_REQUIRED WORK_
When a line in the entries below contains the word "moveTo", copy that line.

═══ TASK MATERIAL ═══

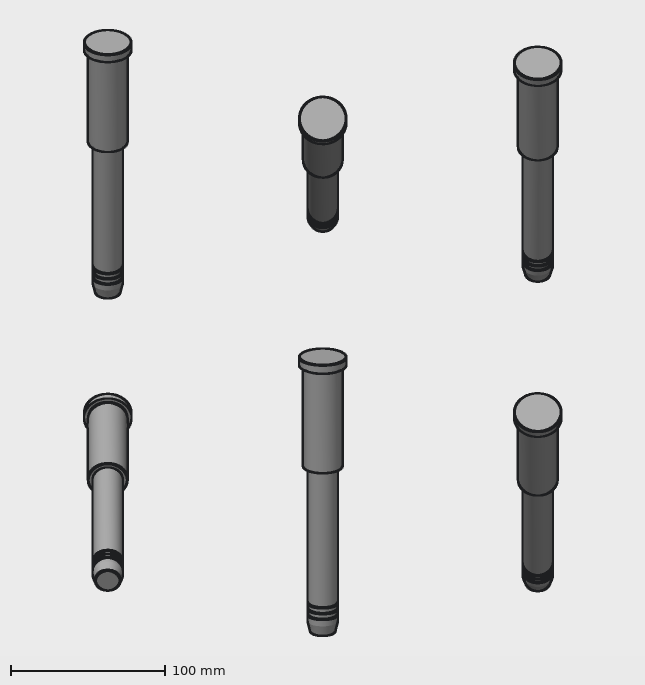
import cadquery as cq

total_length = 191.0
head_height = 6.0
body_bottom = 114.6
nose_height = 7.5

head_radius = 15.5
body_radius = 13.0
pin_radius = 10.0
tip_radius = 8.2

head_chamfer = 0.5
body_chamfer = 0.5
tip_chamfer = 0.5
undercut_width = 1.3
undercut_depth = 0.2

groove_count = 3
groove_pitch = 4.0
groove_radius = 0.5
lowest_groove = 12.5

head_bottom = total_length - head_height


def cylinder(radius, bottom, top):
    """Solid cylinder about Z between two levels."""
    return cq.Workplane("XY").workplane(offset=bottom).circle(radius).extrude(top - bottom)


def round_groove_cutter(level):
    """Torus that cuts a half-round groove into the pin, centred on a level."""
    return cq.Workplane(
        cq.Solid.makeTorus(pin_radius, groove_radius, cq.Vector(0, 0, level), cq.Vector(0, 0, 1))
    )


nose = (
    cq.Workplane("XY").circle(tip_radius)
    .workplane(offset=nose_height).circle(pin_radius)
    .loft(ruled=True)
    .faces("<Z").chamfer(tip_chamfer)
)

pin = cylinder(pin_radius, nose_height, body_bottom)
body = cylinder(body_radius, body_bottom, head_bottom).faces("<Z").chamfer(body_chamfer)
head = cylinder(head_radius, head_bottom, total_length).faces(">Z").chamfer(head_chamfer)
result = nose.union(pin).union(body).union(head)

undercut_bottom = head_bottom - undercut_width
undercut_ring = cylinder(head_radius, undercut_bottom, head_bottom).cut(
    cylinder(body_radius - undercut_depth, undercut_bottom, head_bottom)
)
result = result.cut(undercut_ring)

for index in range(groove_count):
    result = result.cut(round_groove_cutter(lowest_groove + index * groove_pitch))
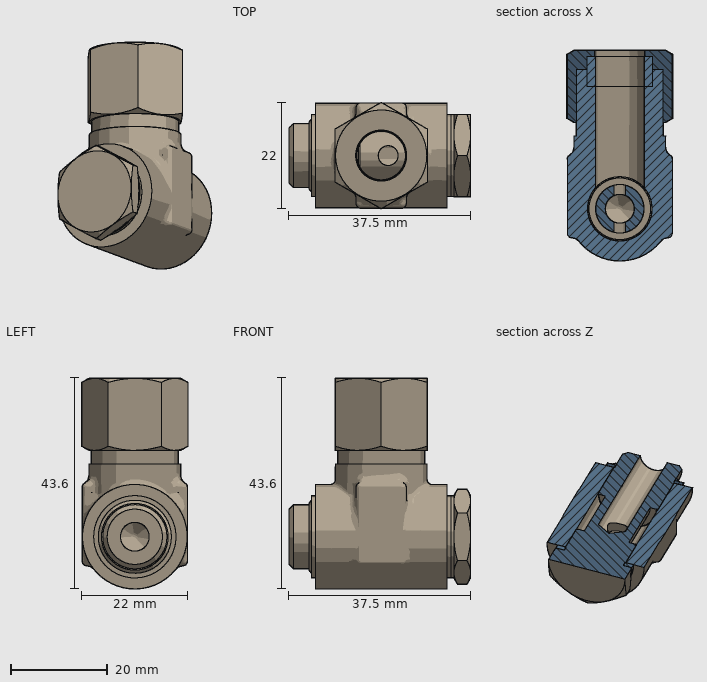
import cadquery as cq
import math


tube_radius = 5.0

shank_radius = 6.6
tip_x = -19.03
tip_chamfer = 0.9
collar_radius = 8.5
head_flats = 17.02
head_start_x = 14.98
head_end_x = 18.45
head_chamfer_radius = 8.5
waist_radius = 5.0
waist_start_x = -4.4
waist_chamfer = 0.25
bolt_bore_radius = 2.95
bolt_bore_end_x = 4.35
drill_point_angle = 118
cross_hole_radius = 2.05
cross_hole_x = 1.45
waist_end_x = 2 * cross_hole_x - waist_start_x

barrel_radius = 10.8
barrel_half_length = 13.6
lower_neck_radius = 9.5
neck_radius = 9.0
neck_step_z = 15.0
neck_top_z = 28.75
pad_half_width = 5.2
pad_reach = 10.9
pad_bottom_z = -6.0
pad_top_z = 11.2
pad_edge_fillet = 1.0
pad_root_fillet = 2.0
neck_root_fillet = 1.0

washer_radius = 8.5
washer_thickness = 0.83
retainer_thickness = 0.52
retainer_small_radius = 6.9
retainer_large_radius = 7.55

nut_corners = 21.95
nut_flats = nut_corners * math.cos(math.radians(30))
nut_top_z = 32.75
nut_bottom_z = 17.75
nut_chamfer_radius = 9.4
nut_lip_thickness = 1.35
nut_lip_radius = 5.15
nut_lip_chamfer = 0.15
ferrule_outer_radius = 6.75
ferrule_bottom_z = 25.25
ferrule_top_z = nut_top_z - nut_lip_thickness

tolerance = 0.01
hex_chamfer_slope = math.tan(math.radians(30))


def cylinder_x(radius, start_x, end_x):
    """Cylinder on the bolt axis."""
    return cq.Workplane("YZ").workplane(offset=start_x).circle(radius).extrude(end_x - start_x)


def cylinder_z(radius, bottom_z, top_z, center_x=0):
    """Cylinder parallel to the tube axis."""
    return (
        cq.Workplane("XY").workplane(offset=bottom_z)
        .center(center_x, 0).circle(radius).extrude(top_z - bottom_z)
    )


def chamfered_hexagon(flats, length, chamfer_radius):
    """Hexagon along Z from z = 0, corners on the Y axis, with 30 degree chamfers at both ends."""
    corner_radius = flats / 2 / math.cos(math.radians(30))
    chamfer_height = (corner_radius - chamfer_radius) * hex_chamfer_slope
    prism = cq.Workplane("XY").polygon(6, 2 * corner_radius).extrude(length)
    prism = prism.rotate((0, 0, 0), (0, 0, 1), 90)
    envelope = (
        cq.Workplane("XZ")
        .moveTo(0, 0)
        .lineTo(chamfer_radius, 0)
        .lineTo(corner_radius, chamfer_height)
        .lineTo(corner_radius, length - chamfer_height)
        .lineTo(chamfer_radius, length)
        .lineTo(0, length)
        .close()
        .revolve(360, (0, 0, 0), (0, 1, 0))
    )
    return prism.intersect(envelope)


def surfaces_met(edge):
    """How many of the barrel and the lower neck the middle of an inner edge lies on; 0 for other edges."""
    middle = edge.positionAt(0.5)
    at_barrel_end = abs(middle.x) > barrel_half_length - tolerance
    at_neck_step = middle.z > neck_step_z - tolerance
    on_symmetry_plane = abs(middle.y) < tolerance or abs(middle.z) < tolerance
    is_seam = edge.geomType() == "LINE" and on_symmetry_plane
    if at_barrel_end or at_neck_step or is_seam:
        return 0
    on_barrel = abs(math.hypot(middle.y, middle.z) - barrel_radius) < tolerance
    on_neck = abs(math.hypot(middle.x, middle.y) - lower_neck_radius) < tolerance
    return int(on_barrel) + int(on_neck)


def blend(body, surface_count, radius):
    """Fillet the junction edges that lie on the given number of round surfaces."""
    edges = [edge for edge in body.edges().vals() if surfaces_met(edge) == surface_count]
    return body.newObject(edges).fillet(radius)


def make_housing():
    """Barrel with two side pads and an upright neck, blended together, then bored."""
    barrel = cylinder_x(barrel_radius, -barrel_half_length, barrel_half_length)
    pads = (
        cq.Workplane("XY")
        .box(2 * pad_half_width, 2 * pad_reach, pad_top_z - pad_bottom_z)
        .translate((0, 0, (pad_top_z + pad_bottom_z) / 2))
        .edges().fillet(pad_edge_fillet)
    )
    lower_neck = cylinder_z(lower_neck_radius, 0, neck_step_z)
    body = barrel.union(pads).union(lower_neck)
    body = blend(body, 1, pad_root_fillet)
    body = blend(body, 2, neck_root_fillet)
    body = body.union(cylinder_z(neck_radius, neck_step_z, neck_top_z))
    body = body.cut(cylinder_x(shank_radius, -barrel_half_length, barrel_half_length))
    body = body.cut(cylinder_z(tube_radius, 0, neck_top_z))
    return body.cut(cylinder_z(ferrule_outer_radius, ferrule_bottom_z, neck_top_z))


def make_bolt():
    """Hollow bolt with hex head, relieved waist, blind bore and a cross hole."""
    collar_x = barrel_half_length + washer_thickness
    shank = cylinder_x(shank_radius, tip_x, collar_x).faces("<X").chamfer(tip_chamfer)
    waist = (
        cq.Workplane("XY")
        .moveTo(waist_start_x, waist_radius)
        .lineTo(waist_start_x, shank_radius - waist_chamfer)
        .lineTo(waist_start_x - waist_chamfer, shank_radius)
        .lineTo(waist_end_x + waist_chamfer, shank_radius)
        .lineTo(waist_end_x, shank_radius - waist_chamfer)
        .lineTo(waist_end_x, waist_radius)
        .close()
        .revolve(360, (0, 0, 0), (1, 0, 0))
    )
    shank = shank.cut(waist)
    collar = cylinder_x(collar_radius, collar_x, head_start_x)
    head = (
        chamfered_hexagon(head_flats, head_end_x - head_start_x, head_chamfer_radius)
        .rotate((0, 0, 0), (0, 0, 1), 90)
        .rotate((0, 0, 0), (0, 1, 0), 90)
        .translate((head_start_x, 0, 0))
    )
    point_depth = bolt_bore_radius / math.tan(math.radians(drill_point_angle / 2))
    bore = (
        cq.Workplane("XY")
        .moveTo(tip_x, 0)
        .lineTo(tip_x, bolt_bore_radius)
        .lineTo(bolt_bore_end_x, bolt_bore_radius)
        .lineTo(bolt_bore_end_x + point_depth, 0)
        .close()
        .revolve(360, (0, 0, 0), (1, 0, 0))
    )
    cross_hole = cylinder_z(cross_hole_radius, -shank_radius, shank_radius, cross_hole_x)
    return shank.union(collar).union(head).cut(bore).cut(cross_hole)


def make_washer(start_x):
    """Flat sealing washer."""
    end_x = start_x + washer_thickness
    return cylinder_x(washer_radius, start_x, end_x).cut(cylinder_x(shank_radius, start_x, end_x))


def make_retainer():
    """Conical ring that holds the washer on the bolt, tapering toward the bolt tip."""
    large_x = -barrel_half_length - washer_thickness
    small_x = large_x - retainer_thickness
    return (
        cq.Workplane("XY")
        .moveTo(small_x, shank_radius)
        .lineTo(small_x, retainer_small_radius)
        .lineTo(large_x, retainer_large_radius)
        .lineTo(large_x, shank_radius)
        .close()
        .revolve(360, (0, 0, 0), (1, 0, 0))
    )


def make_nut():
    """Union nut: hexagon with an inner lip over the ferrule and a bore around the neck."""
    nut = (
        chamfered_hexagon(nut_flats, nut_top_z - nut_bottom_z, nut_chamfer_radius)
        .translate((0, 0, nut_bottom_z))
    )
    nut = nut.cut(cylinder_z(neck_radius, nut_bottom_z, neck_top_z))
    nut = nut.cut(cylinder_z(ferrule_outer_radius, neck_top_z, ferrule_top_z))
    nut = nut.cut(cylinder_z(nut_lip_radius, ferrule_top_z, nut_top_z))
    lip_edge = nut.faces(">Z").edges("%CIRCLE").edges(cq.selectors.RadiusNthSelector(0))
    return lip_edge.chamfer(nut_lip_chamfer)


def make_ferrule():
    """Plain clamping ring seated in the top of the neck and under the nut lip."""
    ring = cylinder_z(ferrule_outer_radius, ferrule_bottom_z, ferrule_top_z)
    return ring.cut(cylinder_z(tube_radius, ferrule_bottom_z, ferrule_top_z))


housing = make_housing()
bolt = make_bolt()
washers = [make_washer(x) for x in (-barrel_half_length - washer_thickness, barrel_half_length)]
retainer = make_retainer()
nut = make_nut()
ferrule = make_ferrule()

result = cq.Compound.makeCompound([
    housing.val(),
    bolt.val(),
    *[washer.val() for washer in washers],
    retainer.val(),
    nut.val(),
    ferrule.val(),
])

═══

_YOUR RESPONSE_
        .moveTo(0, 0)
        .moveTo(waist_start_x, waist_radius)
        .moveTo(tip_x, 0)
        .moveTo(small_x, shank_radius)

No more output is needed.